I read that book in the fourth grade, and at one point we had to make a picture for a book we had read (I don't recall if it was supposed to be cover art or whether that's just how I did mine), and I had chosen that book. And I kept that picture because it had the author's name on it. Perhaps even in fourth grade, I knew my memory sucked. Well, is off, maybe, because I remembered that I still had it when I did that fruitless Amazon search. I even knew where it was. I was just too lazy to go dig it out.
But today I decided it was important to me to include the author's name in that essay. And so I delved into the Memory Box.
When I was a kid, I used to make memory boxes for all sorts of things. I had memory boxes from theater and summer camp, for example. But the big one, the overarching one, was a red cube box from Prange's.
It was interesting to delve into the box. It's been a really long time. (I add things to the box more often than I actually look at anything in it.) Even this time, I didn't go through everything, just enough to find the picture I was looking for.

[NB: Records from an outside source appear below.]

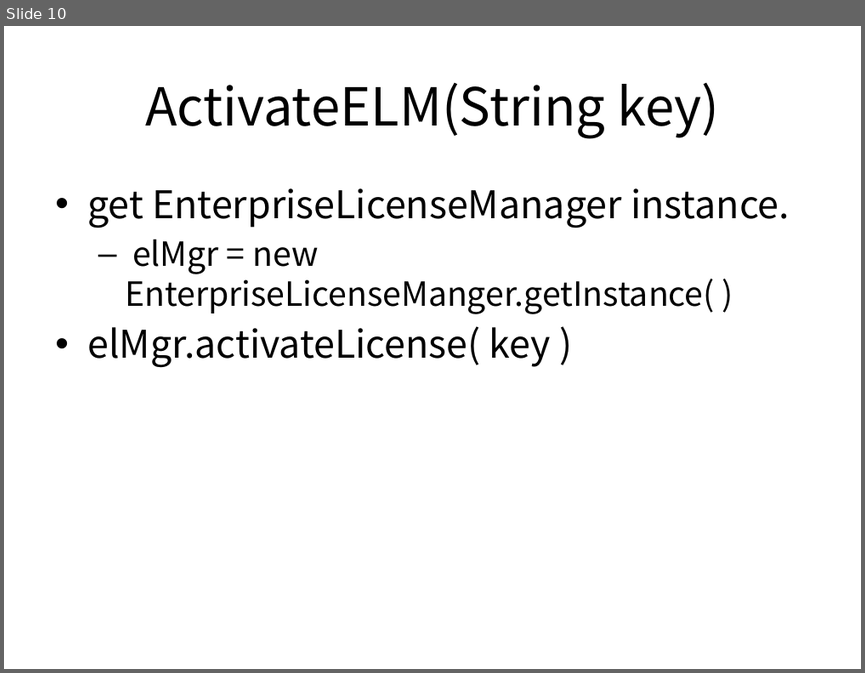
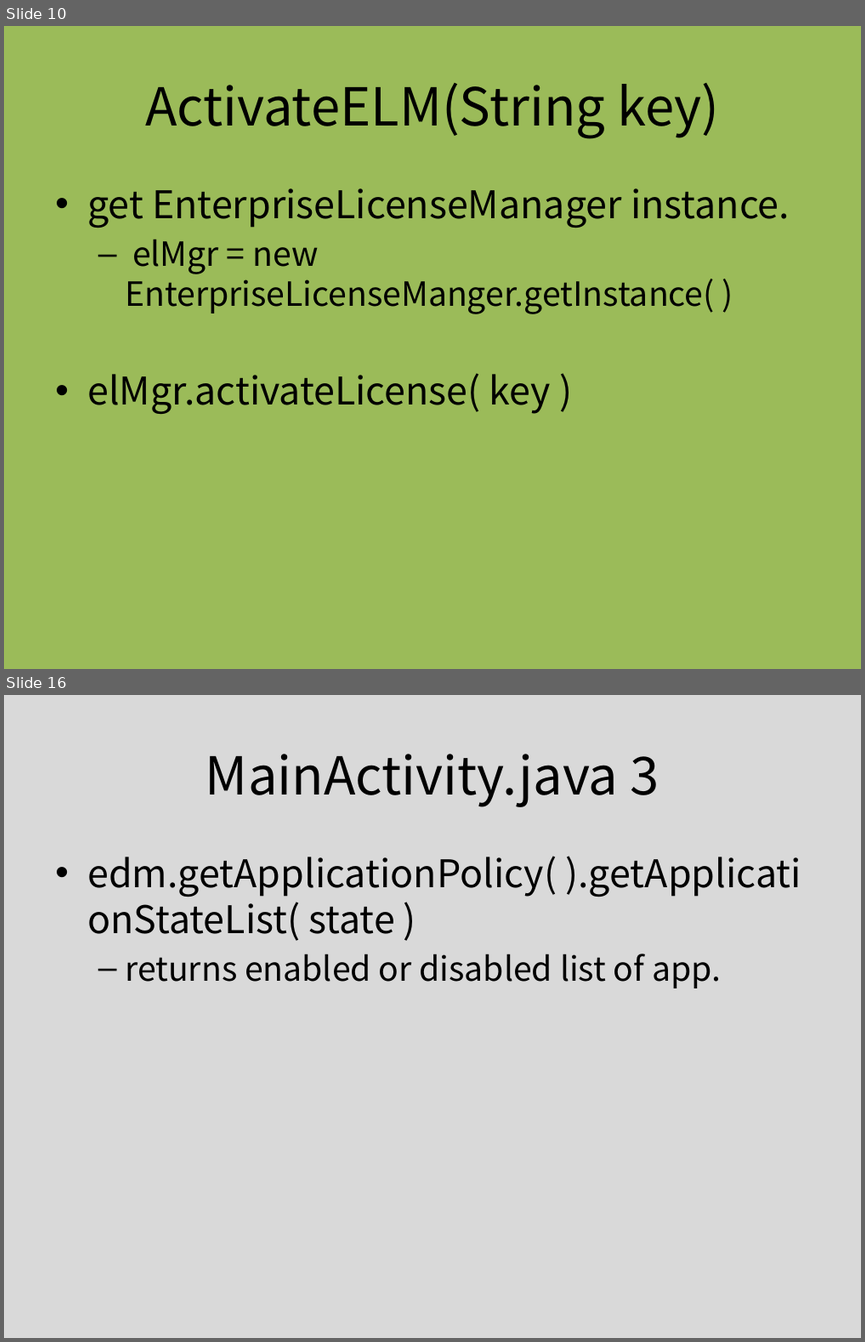
Before and after one commit to dummyFirst/NHK_Japanese, a slide deck: Android/AppControl.pptx. Shown one above the other, each under a label of ours: slide 10 before the commit, slides 10 and 16 after it; the slides between them are not shown. The pictures are 865x673 and 865x1342 pixels, drawn with LibreOffice and Linux fonts; fonts in the diff are those of the drawing. Boxes give left, top, right and bottom in pixels: in the first picture for what was removed or moved away, otherwise in the second. Text is boxed around its words. In the diff, an @@ line names an element or a change of style, - is before the commit and + after.

Commit message:
Add the outlines of other java files

```diff
--- a/Android/AppControl.pptx
+++ b/Android/AppControl.pptx
@@ slide 16 added at (x1=4, y1=695, x2=861, y2=1338), background #D9D9D9 @@
@@ title added at (x1=205, y1=754, x2=658, y2=807), 44 pt, text #000000 @@
+MainActivity.java 3
@@ text added at (x1=87, y1=856, x2=721, y2=988), 32 pt, text #000000 @@
+• edm.getApplicationPolicy( ).getApplicationStateList( state )
+  – returns enabled or disabled list of app.
@@ slide 10 changed as well @@
@@ background #FFFFFF to #9BBB59 @@
@@ text "get EnterpriseLicenseManager instance." rewrapped from (x1=87, y1=188, x2=789, y2=368) to (x1=87, y1=188, x2=789, y2=414) @@
```
Also in this commit, not shown: 8 other slides changed, 5 other slides added.

There is a lot of stuff there. The big orange pumpkin in the back is the picture I was actually looking for. (The author's name is Keith Robertson.) To get to it, I had to go through all the awards ribbons and medals I'd pretty much ever received (mostly solo & ensemble competitions and forensics), old bank account passbooks, a library card and student ID, a note from my sister saying she was out at our clubhouse, the 3D glasses I got when we went to see Freddy's Dead: the Final Nightmare, jelly bracelets and my charm necklace (very big in the 80s, you know what audience Pandora is targeting with their expensive charms), a Girl Scout figurine, a "book" of horse drawings I made, My Little Pony memorabilia, a Book It button, smushed pennies from our class trip to New York (including a World Trade Center one which is now somewhat disturbing), a pamphlet from the Wisconsin DOT for their "Zero Drinkage 4 Pre-19" campaign (hilarious), and, quite serendipitously, the original copy of "The Wild Stallion."
And lo, something I had forgotten, which (rightly) never made it into the Black Book of Poetry: the poem ended differently at one point. It's hard to make out, but you can see a couple lines at the bottom that were erased. I believe it says "The wind is the lock, and he is the key." Which does not add to the poem at all. Good call, younger me.